- Born: June 1827 West Horsley, Surrey
- Died: 16 January 1877 (aged 49) Hurstpierpoint, West Sussex
- Buried: Holy Trinity Churchyard, Hurstpierpoint
- Allegiance: United Kingdom
- Branch: British Army
- Rank: Colour-Sergeant
- Unit: 60th Rifles
- Conflicts: Second Anglo-Sikh War Indian Mutiny
- Awards: Victoria Cross

= George Waller (VC) =

Recipient of the Victoria Cross

George Waller VC (June 1827 - 10 January 1877) was a soldier and English recipient of the Victoria Cross, the highest and most prestigious award for gallantry in the face of the enemy that can be awarded to British and Commonwealth forces.

==Life==
He was born on 1 June 1827 in West Horsley, Surrey. He enlisted in the army and initially served with the 39th (Dorsetshire) Regiment of Foot. He transferred to the 60th Rifles, sailing to India in 1845.

===Details of VC===
Waller was about 30 years old, and a colour-sergeant in the 1st Battalion, 60th Rifles (later The King's Royal Rifle Corps), British Army during the Indian Mutiny when the following deed took place at Delhi, British India for which he was awarded the VC.

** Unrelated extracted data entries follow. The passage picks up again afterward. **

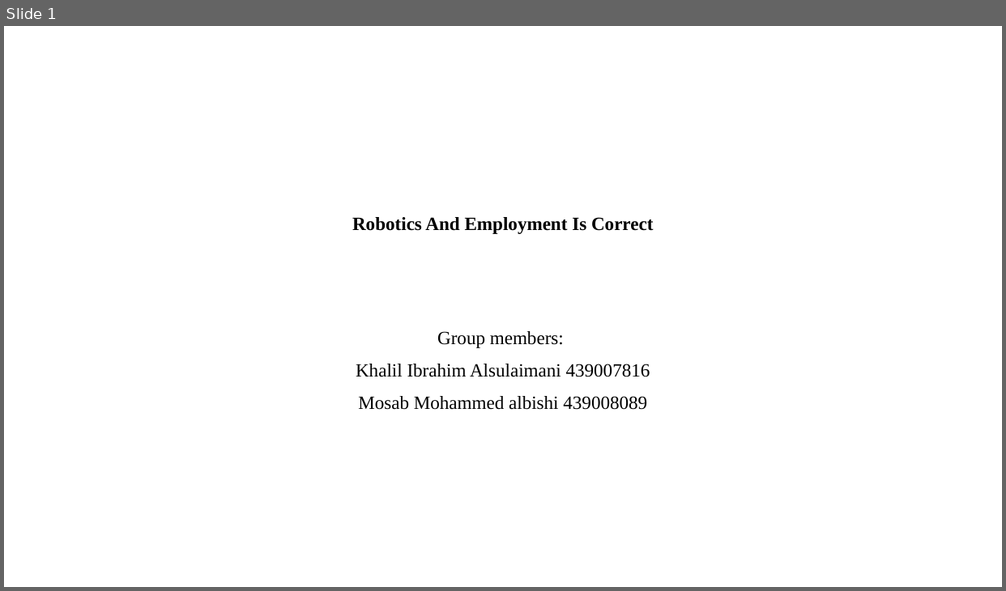
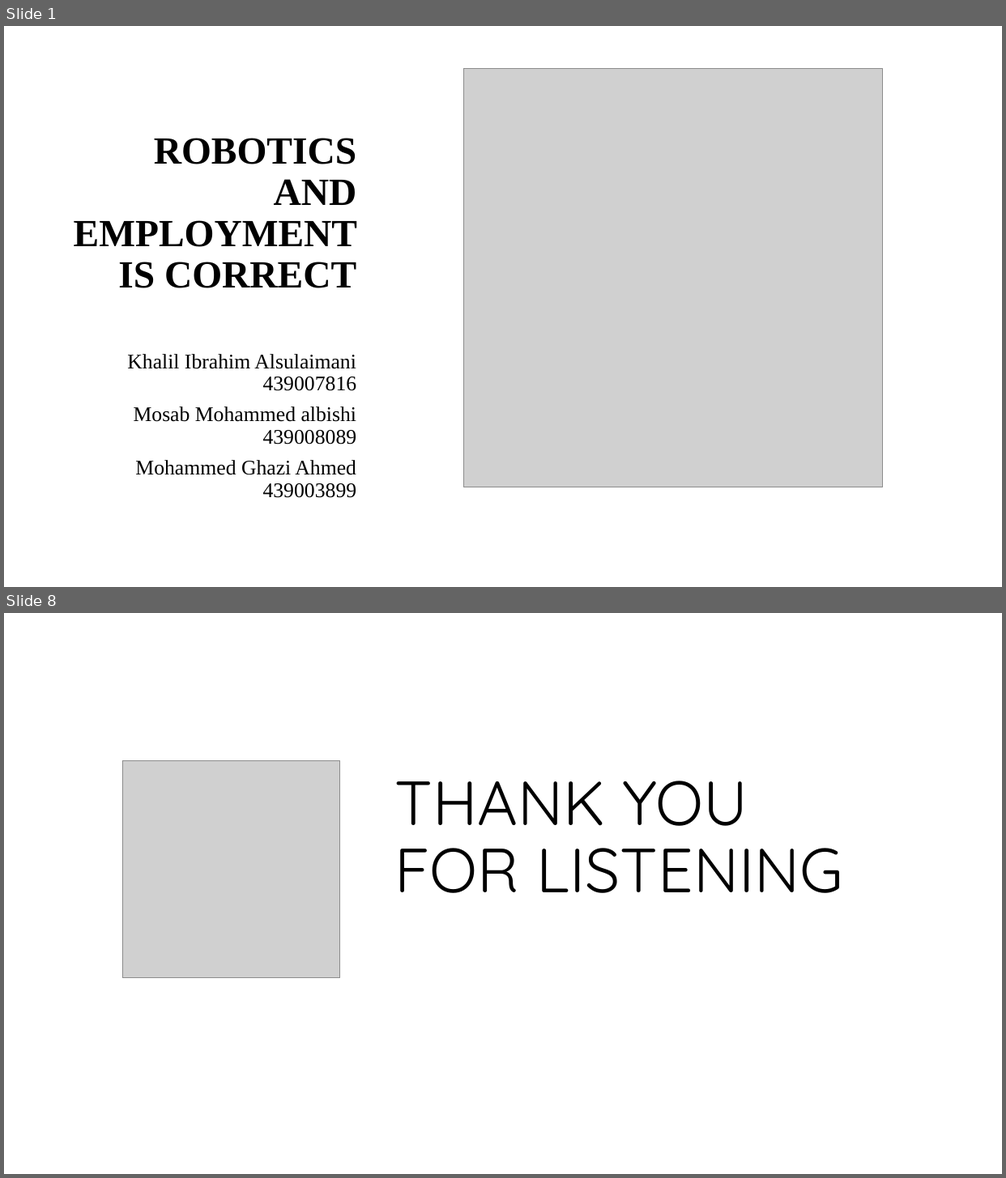
Before and after one commit to khalilAlsulaimani/Computers-And-Society-Project, a slide deck: Research Presntation.pptx. Shown one above the other, each under a label of ours: slide 1 before the commit, slides 1 and 8 after it; the slides between them are not shown. The pictures are 1006x591 and 1006x1178 pixels, drawn with LibreOffice and Linux fonts; fonts in the diff are those of the drawing; grey boxes stand for pictures; background and template pictures are left out. Boxes give left, top, right and bottom in pixels: in the first picture for what was removed or moved away, otherwise in the second. Text is boxed around its words. In the diff, an @@ line names an element or a change of style, - is before the commit and + after.

```diff
--- a/Research Presntation.pptx
+++ b/Research Presntation.pptx
@@ slide 8 added at bbox=[4, 613, 1002, 1174], background #FFFFFF @@
@@ picture added at bbox=[122, 760, 340, 978] @@
@@ title added at bbox=[395, 781, 843, 893], 60 pt, text #000000 @@
+THANK YOU FOR LISTENING
@@ slide 1 changed as well @@
@@ picture added at bbox=[463, 69, 882, 487] @@
@@ title at bbox=[74, 138, 357, 288]: text changed; size 18 to 37 pt @@
-Robotics And Employment Is Correct
+ROBOTICS AND EMPLOYMENT IS CORRECT
@@ subtitle at bbox=[437, 331, 564, 348]: paragraph removed @@
-Group members:
@@ subtitle "Khalil Ibrahim Alsulaimani 439007816": place and size @@
-subtitle "Khalil Ibrahim Alsulaimani 439007816" at bbox=[356, 331, 650, 410]
+subtitle "Khalil Ibrahim Alsulaimani 439007816" at bbox=[127, 354, 357, 498]
@@ subtitle at bbox=[127, 354, 357, 445]: size 18 to 20 pt in "Khalil Ibrahim Alsulaimani 439007816", "Mosab Mohammed albishi 439008089"; alignment centre to right; line spacing 1.07 to 0.9 @@
@@ subtitle at bbox=[135, 460, 357, 498]: paragraph added @@
+Mohammed Ghazi Ahmed 439003899
```
Also in this commit, not shown: 6 other slides added, 6 slides removed.
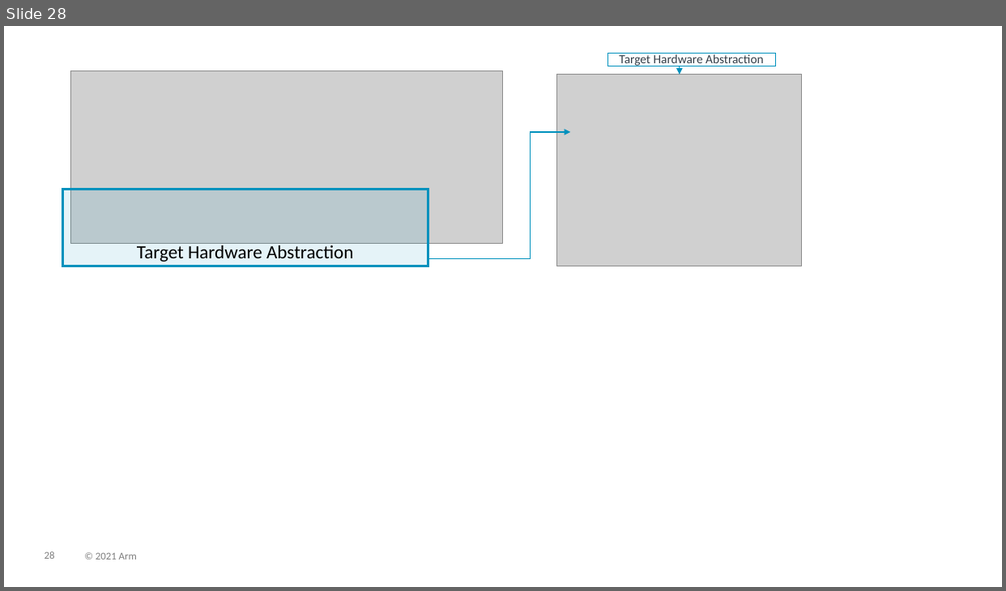
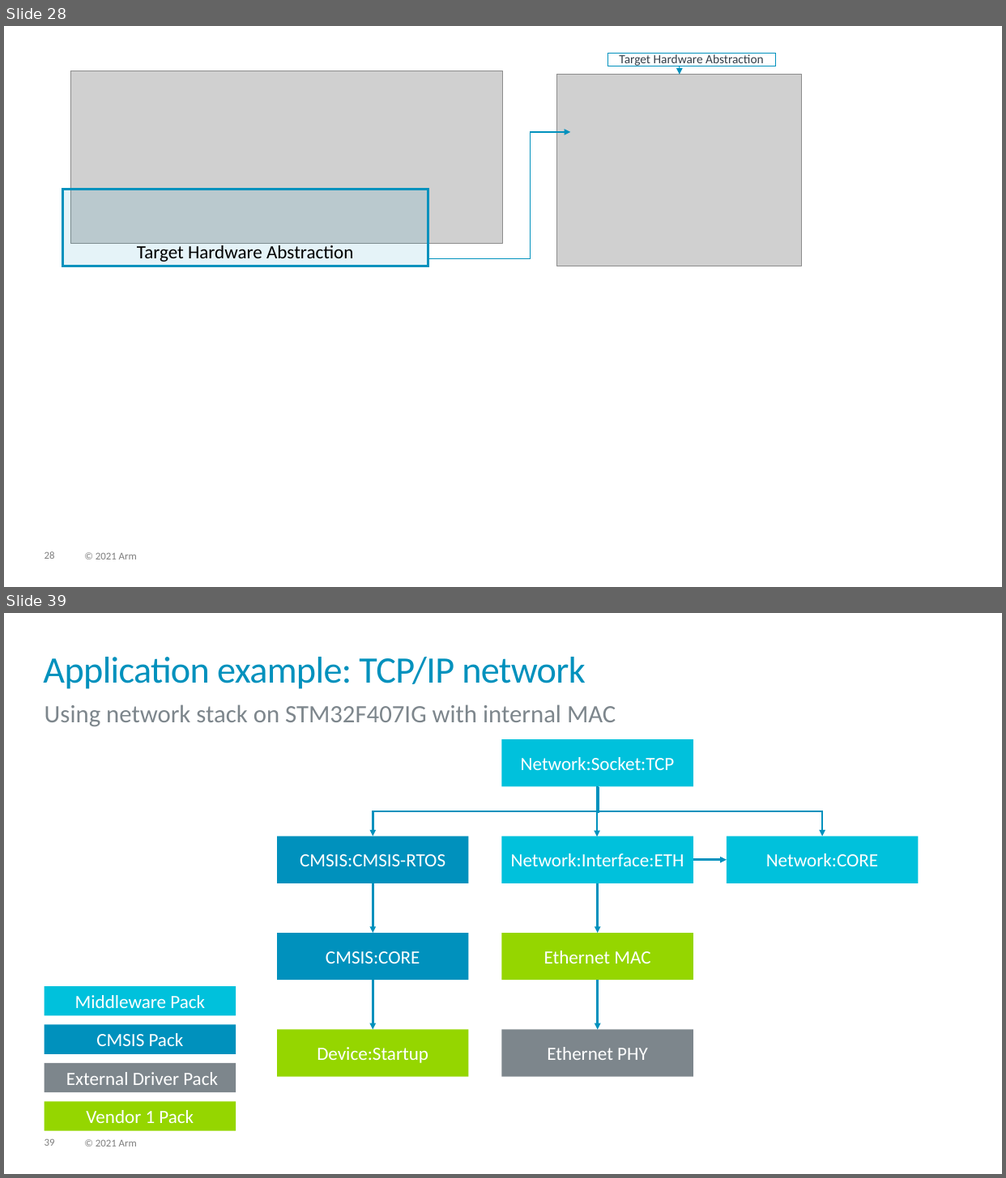
Before and after one commit to Open-CMSIS-Pack/cmsis-toolbox, a slide deck: docs/images/overview.pptx. Shown one above the other, each under a label of ours: slide 28 before the commit, slides 28 and 39 after it; the slides between them are not shown. The pictures are 1006x591 and 1006x1178 pixels, drawn with LibreOffice and Linux fonts; fonts in the diff are those of the drawing; grey boxes stand for pictures. Boxes give left, top, right and bottom in pixels: in the first picture for what was removed or moved away, otherwise in the second. Text is boxed around its words. In the diff, an @@ line names an element or a change of style, - is before the commit and + after.

Commit message:
Updated CMSIS-Toolbox documentation (#81)
Added: Create applications from components
Fixed content-map description (#78)
Clarified pack - path:
Corrected Images

---------

```diff
--- a/docs/images/overview.pptx
+++ b/docs/images/overview.pptx
@@ slide 39 added at (4,613,1002,1174), background #FFFFFF; not listed: 2 template elements that a slide beside it also shows @@
@@ title added at (43,657,586,689), 36 pt, text #0091BD @@
+Application example: TCP/IP network
@@ text added at (44,705,616,726), 24 pt, text #7D868C @@
+Using network stack on STM32F407IG with internal MAC
@@ rectangle added at (502,739,693,786), fill #00C1DC, 18 pt, text #FFFFFF @@
+Network:Socket:TCP
@@ elbow arrow added from (598, 786) to (373, 836), #0091BD 2 pt @@
@@ elbow arrow added from (599, 787) to (597, 837), #0091BD 2 pt @@
@@ elbow arrow added from (598, 786) to (822, 836), #0091BD 2 pt @@
@@ rectangle added at (277,836,469,884), fill #0091BD, 18 pt, text #FFFFFF @@
+CMSIS:CMSIS-RTOS
@@ rectangle added at (502,836,693,884), fill #00C1DC, 18 pt, text #FFFFFF @@
+Network:Interface:ETH
@@ rectangle added at (727,836,918,884), fill #00C1DC, 18 pt, text #FFFFFF @@
+Network:CORE
@@ arrow added from (693, 860) to (727, 860), #0091BD 2 pt @@
@@ arrow added from (373, 884) to (373, 934), #0091BD 2 pt @@
@@ arrow added from (598, 884) to (598, 934), #0091BD 2 pt @@
@@ rectangle added at (277,934,469,981), fill #0091BD, 18 pt, text #FFFFFF @@
+CMSIS:CORE
@@ rectangle added at (502,934,693,981), fill #95D600, 18 pt, text #FFFFFF @@
+Ethernet MAC
@@ rectangle added at (44,986,236,1016), fill #00C1DC, 18 pt, text #FFFFFF @@
+Middleware Pack
@@ arrow added from (373, 981) to (373, 1030), #0091BD 2 pt @@
@@ arrow added from (598, 981) to (598, 1030), #0091BD 2 pt @@
@@ rectangle added at (44,1024,236,1054), fill #0091BD, 18 pt, text #FFFFFF @@
+CMSIS Pack
@@ rectangle added at (277,1030,469,1077), fill #95D600, 18 pt, text #FFFFFF @@
+Device:Startup
@@ rectangle added at (502,1030,693,1077), fill #7D868C, 18 pt, text #FFFFFF @@
+Ethernet PHY
@@ rectangle added at (44,1063,236,1093), fill #7D868C, 18 pt, text #FFFFFF @@
+External Driver Pack
@@ rectangle added at (44,1102,236,1131), fill #95D600, 18 pt, text #FFFFFF @@
+Vendor 1 Pack
```
Also in this commit, not shown: 2 slides changed, 12 other slides added, 10 other files.
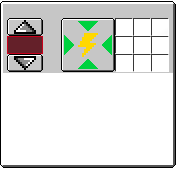
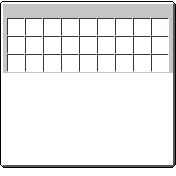
Before/after of a 176×176 layered artwork. What changed in the layer stack:
hid "input" over (x1=64, y1=21, x2=112, y2=69)
hid "energie" over (x1=78, y1=33, x2=98, y2=57)
hid "fleche haut" over (x1=14, y1=20, x2=36, y2=34)
hid "fleche" over (x1=14, y1=56, x2=36, y2=70)
hid "down button" over (x1=7, y1=54, x2=43, y2=72)
hid "up button" over (x1=7, y1=18, x2=43, y2=36)
hid "big button" over (x1=61, y1=18, x2=115, y2=72)
hid "fond" over (x1=7, y1=18, x2=115, y2=72)
painted on "quantum.png" over (x1=7, y1=36, x2=43, y2=54)
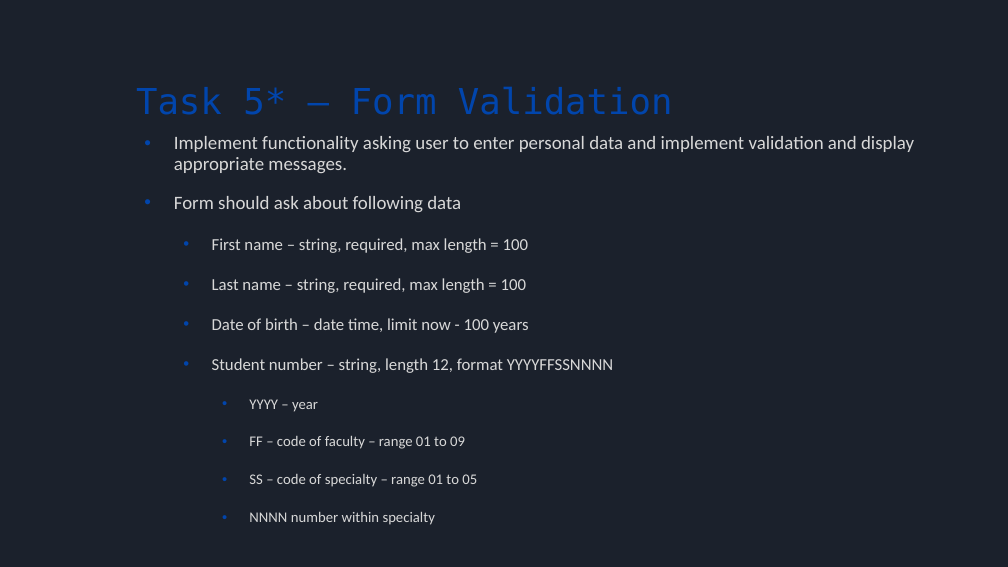
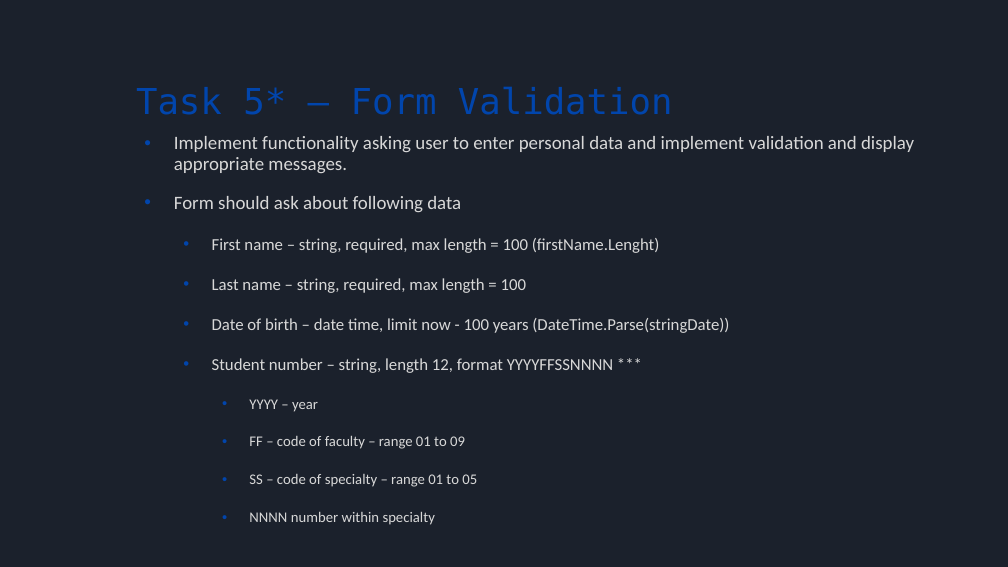
Before and after one commit to bulhard/Introduction-to-programming, a slide deck: slide 26 of Presentations/Lesson 03 Conditional statements.pptx. Drawn at 1008x567 pixels with LibreOffice and Linux fonts; fonts in the diff are those of the drawing. Boxes give left, top, right and bottom in pixels: in the first picture for what was removed or moved away, otherwise in the second. Text is boxed around its words. In the diff, an @@ line names an element or a change of style, - is before the commit and + after.

```diff
--- a/Presentations/Lesson 03 Conditional statements.pptx
+++ b/Presentations/Lesson 03 Conditional statements.pptx
@@ text at box(212, 238, 660, 253): text changed @@
-  • First name – string, required, max length = 100
+  • First name – string, required, max length = 100 (firstName.Lenght)
@@ text at box(212, 318, 729, 373): text changed @@
-  • Date of birth – date time, limit now - 100 years
-  • Student number – string, length 12, format YYYYFFSSNNNN
+  • Date of birth – date time, limit now - 100 years (DateTime.Parse(stringDate))
+  • Student number – string, length 12, format YYYYFFSSNNNN ***
```
Also in this commit, not shown: 3 other slides changed, 5 other files.
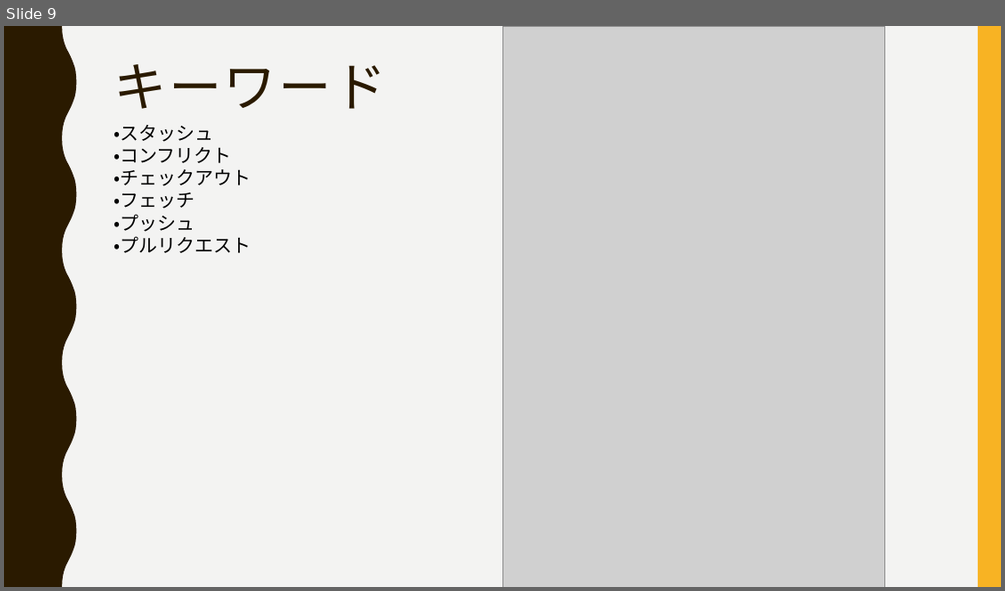
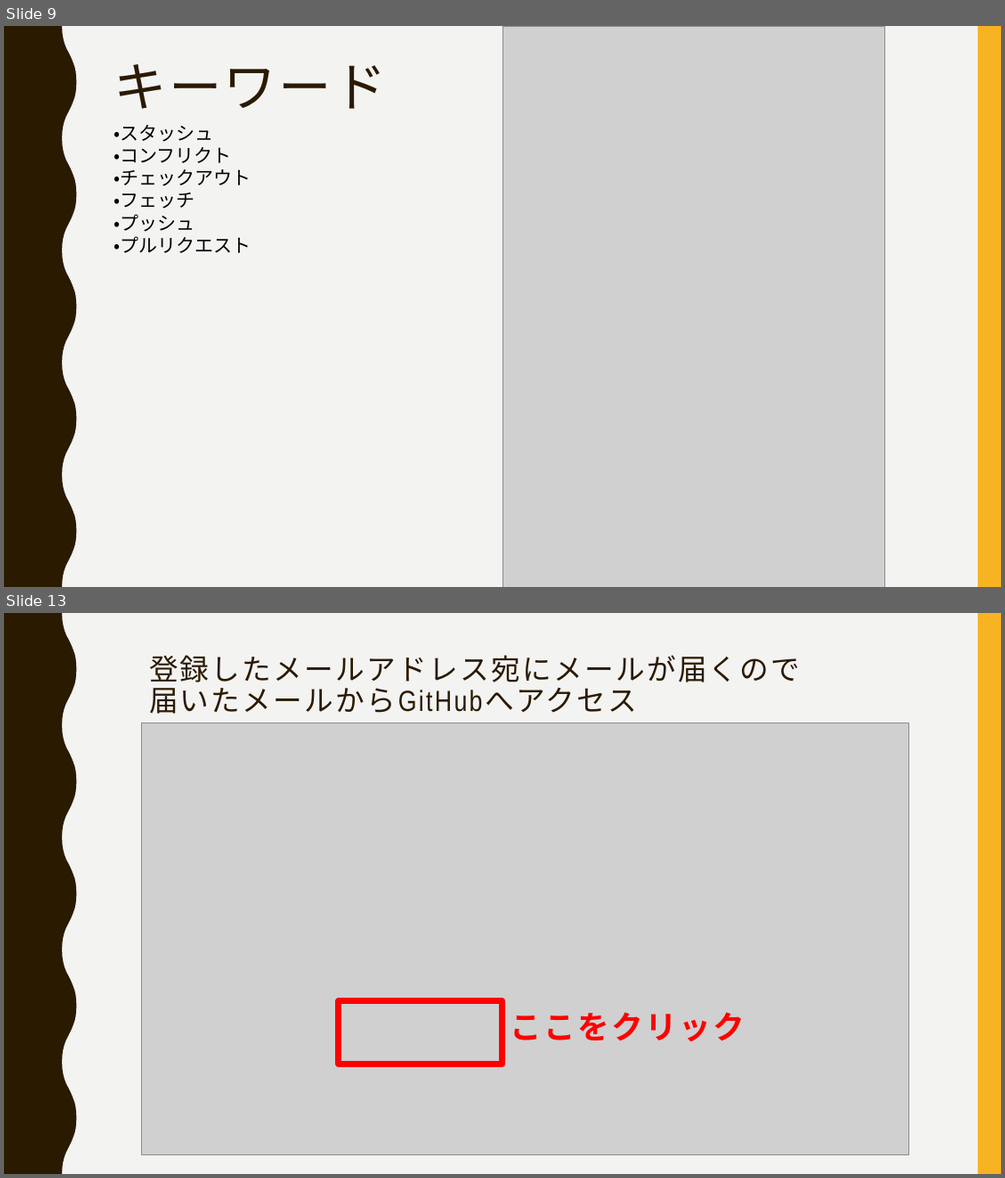
Before and after one commit to FIY24554/git_test, a slide deck: gitについて_加藤.pptx. Shown one above the other, each under a label of ours: slide 9 before the commit, slides 9 and 13 after it; the slides between them are not shown. The pictures are 1005x591 and 1005x1178 pixels, drawn with LibreOffice and Linux fonts; fonts in the diff are those of the drawing; grey boxes stand for pictures. Boxes give left, top, right and bottom in pixels: in the first picture for what was removed or moved away, otherwise in the second. Text is boxed around its words. In the diff, an @@ line names an element or a change of style, - is before the commit and + after.

```diff
--- a/gitについて_加藤.pptx
+++ b/gitについて_加藤.pptx
@@ slide 13 added at (4,613,1001,1174), background #F3F3F2; not listed: 2 template elements that a slide beside it also shows @@
@@ text added at (149,655,800,714), 28 pt, text #2A1A00 @@
+登録したメールアドレス宛にメールが届くので
+届いたメールからGitHubへアクセス
@@ picture added at (142,723,909,1154) @@
@@ rectangle added at (339,1001,502,1064), outline #FF0000 6 pt @@
@@ text added at (510,1012,744,1041), 30.6 pt, text #FF0000, bold @@
+ここをクリック
```
Also in this commit, not shown: 6 other slides added, 1 slide removed.

For conspicuous bravery at Delhi on the 14th of September, 1857, in charging and capturing the Enemy's guns near the Cabul Gate; and again, on the 18th of September, 1857, in the repulse of a sudden attack made by the Enemy on a gun near the Chaudney Chouk. Elected by the Non-Commissioned Officers of the Regiment.

====The medal====
His Victoria Cross is displayed at the Royal Green Jackets (Rifles) Museum, Winchester, England.

===Later life===
He was discharged from the army on 7 March 1865. However, he went on to serve as a permanent instructor to the 13th Sussex Rifle Volunteers. He was also a publican. He died on 16 January 1877. He is buried at Holy Trinity Churchyard, Hurstpierpoint.